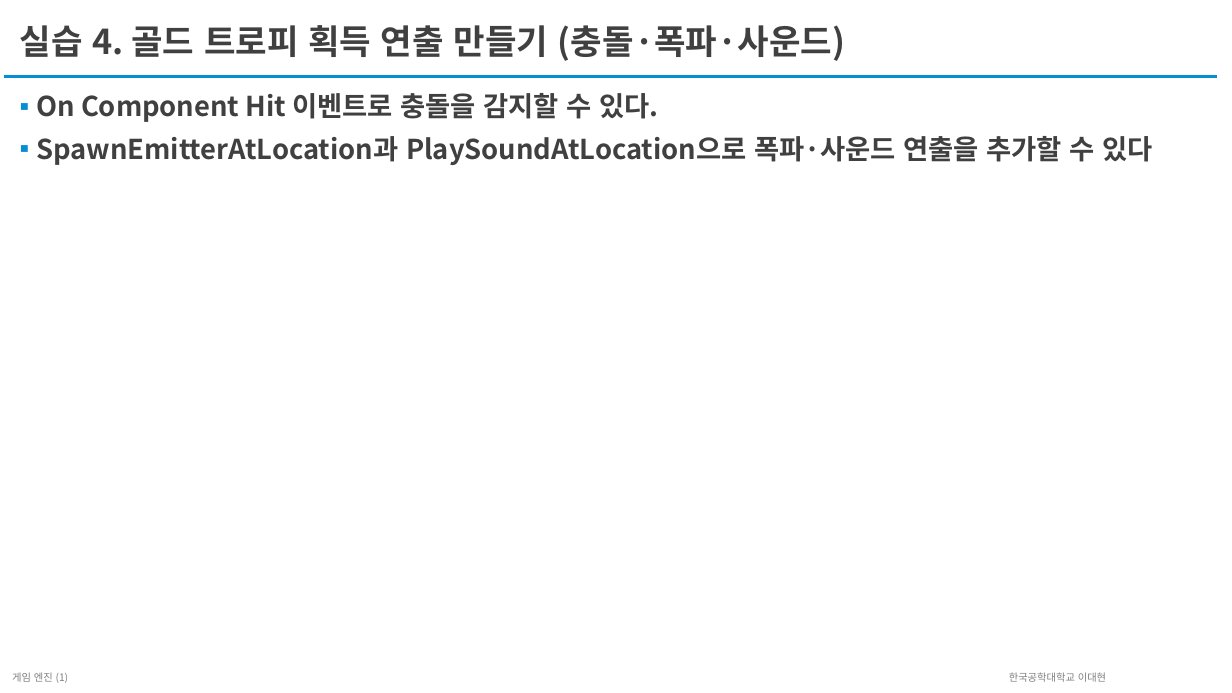
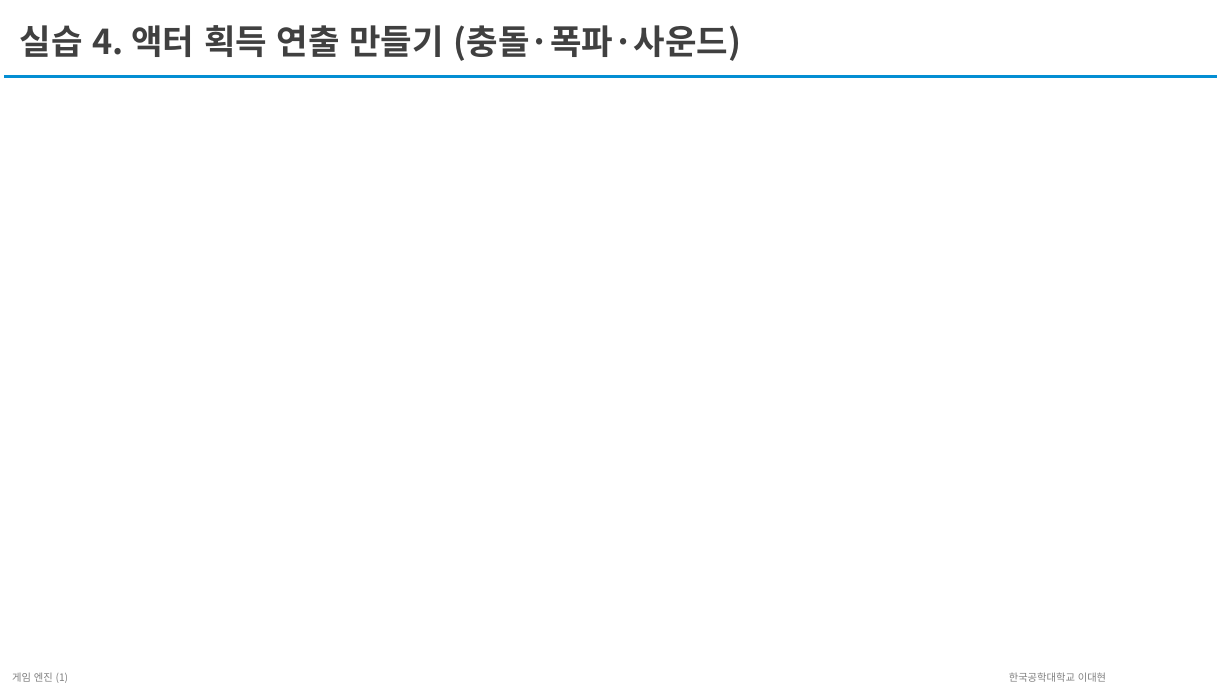
Before and after one commit to unreal-class/kmooc, a slide deck: slide 31 of LectureScript/2주차/2주차-교안-블루프린트 v2.pptx (slide 25 before the commit). Drawn at 1232x693 pixels with LibreOffice and Linux fonts; fonts in the diff are those of the drawing. Boxes give left, top, right and bottom in pixels: in the first picture for what was removed or moved away, otherwise in the second. Text is boxed around its words. In the diff, an @@ line names an element or a change of style, - is before the commit and + after.

```diff
--- a/LectureScript/2주차/2주차-교안-블루프린트 v2.pptx
+++ b/LectureScript/2주차/2주차-교안-블루프린트 v2.pptx
@@ title at [20,25,741,61]: text changed @@
-실습 4. 골드 트로피 획득 연출 만들기 (충돌·폭파·사운드)
+실습 4. 액터 획득 연출 만들기 (충돌·폭파·사운드)
@@ text removed at [36,93,1152,165] @@
-▪ On Component Hit 이벤트로 충돌을 감지할 수 있다.
-▪ SpawnEmitterAtLocation과 PlaySoundAtLocation으로 폭파·사운드 연출을 추가할 수 있다
```
Also in this commit, not shown: 10 other slides changed, 10 slides added, 4 slides removed, 1 other file.
=====
Return every line of the records exactly as given, pictures excluded.

Before and after one commit to unreal-class/kmooc, a slide deck: slide 31 of LectureScript/2주차/2주차-교안-블루프린트 v2.pptx (slide 25 before the commit). Drawn at 1232x693 pixels with LibreOffice and Linux fonts; fonts in the diff are those of the drawing. Boxes give left, top, right and bottom in pixels: in the first picture for what was removed or moved away, otherwise in the second. Text is boxed around its words. In the diff, an @@ line names an element or a change of style, - is before the commit and + after.

```diff
--- a/LectureScript/2주차/2주차-교안-블루프린트 v2.pptx
+++ b/LectureScript/2주차/2주차-교안-블루프린트 v2.pptx
@@ title at [20,25,741,61]: text changed @@
-실습 4. 골드 트로피 획득 연출 만들기 (충돌·폭파·사운드)
+실습 4. 액터 획득 연출 만들기 (충돌·폭파·사운드)
@@ text removed at [36,93,1152,165] @@
-▪ On Component Hit 이벤트로 충돌을 감지할 수 있다.
-▪ SpawnEmitterAtLocation과 PlaySoundAtLocation으로 폭파·사운드 연출을 추가할 수 있다
```
Also in this commit, not shown: 10 other slides changed, 10 slides added, 4 slides removed, 1 other file.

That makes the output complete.